Capillary Electrophoresis (or CE). What a mouthful. But if you have been in the biological field, especially anything to do with genetics, this is known as the mainstay analysis tool of the industry. We introduce capillary electrophoresis (or CE) here because it covers all the techniques of providing 1st wave genetic genealogy testing. Included under this banner is the CE frame (length) analysis technique used to determine STR marker repeat counts. Also termed CE fragment analysis more generally. As well as the single-primer, chain-terminated Sanger Sequencing which has been the mainstay of DNA analysis and the source technique for the first HGP.
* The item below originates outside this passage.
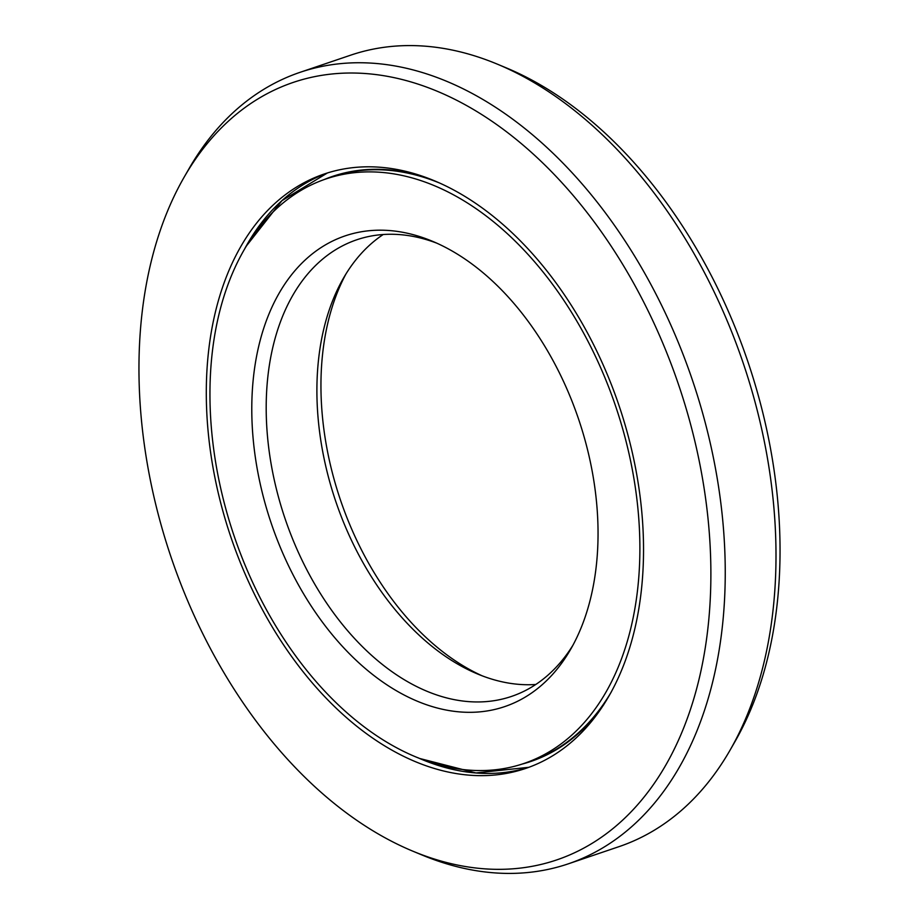 <?xml version="1.0" encoding="UTF-8"?>
<svg xmlns="http://www.w3.org/2000/svg" width="919" height="919" viewBox="0 0 919 919"><rect width="100%" height="100%" fill="white"/><g stroke="black" fill="none" stroke-linecap="round" stroke-linejoin="round"><path stroke-width="1.38" d="M345.981 273.908A248.498 162.261 -108.7 0 0 345.774 514.674A248.498 162.261 71.3 0 0 482.257 675.856M325.843 178.987A308.577 201.491 -108.7 0 1 609.09 388.163A308.577 201.491 71.3 0 1 523.991 763.459A308.577 201.491 71.3 0 1 240.744 554.295A308.577 201.491 -108.7 0 1 325.843 178.987L332.287 176.804A308.577 201.491 -108.7 0 1 438.685 182.663M573.226 404.326A248.498 162.261 71.3 0 1 570.607 649.4A248.498 162.261 71.3 0 1 276.608 538.12A248.498 162.261 -108.7 0 1 275.987 298.928A248.498 162.261 -108.7 0 1 432.217 241.18A248.498 162.261 -108.7 0 1 573.226 404.326M573.019 645.092A241.077 157.413 71.3 0 1 511.538 696.407A241.077 157.413 71.3 0 1 290.255 532.997A241.077 157.413 -108.7 0 1 356.733 239.79A241.077 157.413 -108.7 0 1 436.743 243.144M383.223 234.517A241.077 157.413 -108.7 0 0 343.522 278.043A241.077 157.413 -108.7 0 0 340.972 515.8A241.077 157.413 71.3 0 0 477.788 674.075A241.077 157.413 71.3 0 0 535.777 684.483M729.858 750.524A417.869 272.863 71.3 0 0 734.258 338.41A417.869 272.863 -108.7 0 0 497.133 64.066L506.128 67.811A410.437 268.015 -108.7 0 1 739.048 337.284A410.437 268.015 71.3 0 1 734.718 742.07L729.858 750.524A417.869 272.863 71.3 0 1 619.027 846.64L568.298 863.837A417.869 272.863 71.3 0 1 421.867 854.934L412.872 851.189A410.437 268.015 71.3 0 1 179.952 581.716A410.437 268.015 -108.7 0 1 184.282 176.93L189.142 168.476A417.869 272.863 -108.7 0 1 299.973 72.36A417.869 272.863 -108.7 0 1 683.541 355.607A417.869 272.863 71.3 0 1 568.298 863.837M497.133 64.066A417.869 272.863 -108.7 0 0 350.702 55.163L299.973 72.36M184.282 176.93A410.437 268.015 -108.7 0 1 669.882 360.73A410.437 268.015 71.3 0 1 670.893 755.809A410.437 268.015 71.3 0 1 412.872 851.189M612.215 386.75A313.827 204.926 71.3 0 1 525.679 768.433A313.827 204.926 71.3 0 1 237.619 555.708A313.827 204.926 -108.7 0 1 324.154 174.024A313.827 204.926 -108.7 0 1 612.215 386.75M603.76 704.689A308.887 201.698 71.3 0 1 522.107 764.091M424.911 177.137A308.887 201.698 -108.7 0 0 323.959 179.642M611.33 691.915A308.577 201.491 71.3 0 1 530.435 761.277L523.991 763.459M420.052 758.577L475.962 772.936L528.884 767.296A313.827 204.926 71.3 0 1 417.594 757.601M246.303 246.074L281.949 200.675L327.394 172.967A313.827 204.926 -108.7 0 0 244.936 248.348M249.531 240.364A314.126 205.121 -108.7 0 0 245.212 247.9M426.083 761.15A314.126 205.121 71.3 0 1 418.076 757.796"/></g></svg>

The widespread adoption brought prices down and enabled the start of the genetic genealogy analysis around 2000. This was a mainstay technique in the field for almost ten years and somewhat continues in use today. The eventual downfall is the lower throughput and lack of whole-genome capture that has come about with what we term the second wave of genetic genealogy testing (via microarray testing) and now the third wave based on high throughput sequencing.

Common techniques related to this use are:
(a) Use of primers to tag the targeted regions for the large PCR duplication of an area of intended analysis
(b) Use of fluorescent tags of a base-pair in order to read the value at that location added during the PCR duplication
(c) Chain termination to create PCR-segments of differing lengths to thus read the sequence of each base-pair along a strand

STR Markers

Using a technique of CE known as frame (length) analysis,

Sanger Sequencing

A method to do one to a dozen or so SNPs at a time; each located anywhere on the genome. The technique can be used for up to about 900 base-pairs. Full-sequencing of the approximately 16,000 base-pairs of the mitochondria is offered using a modified form of this technique.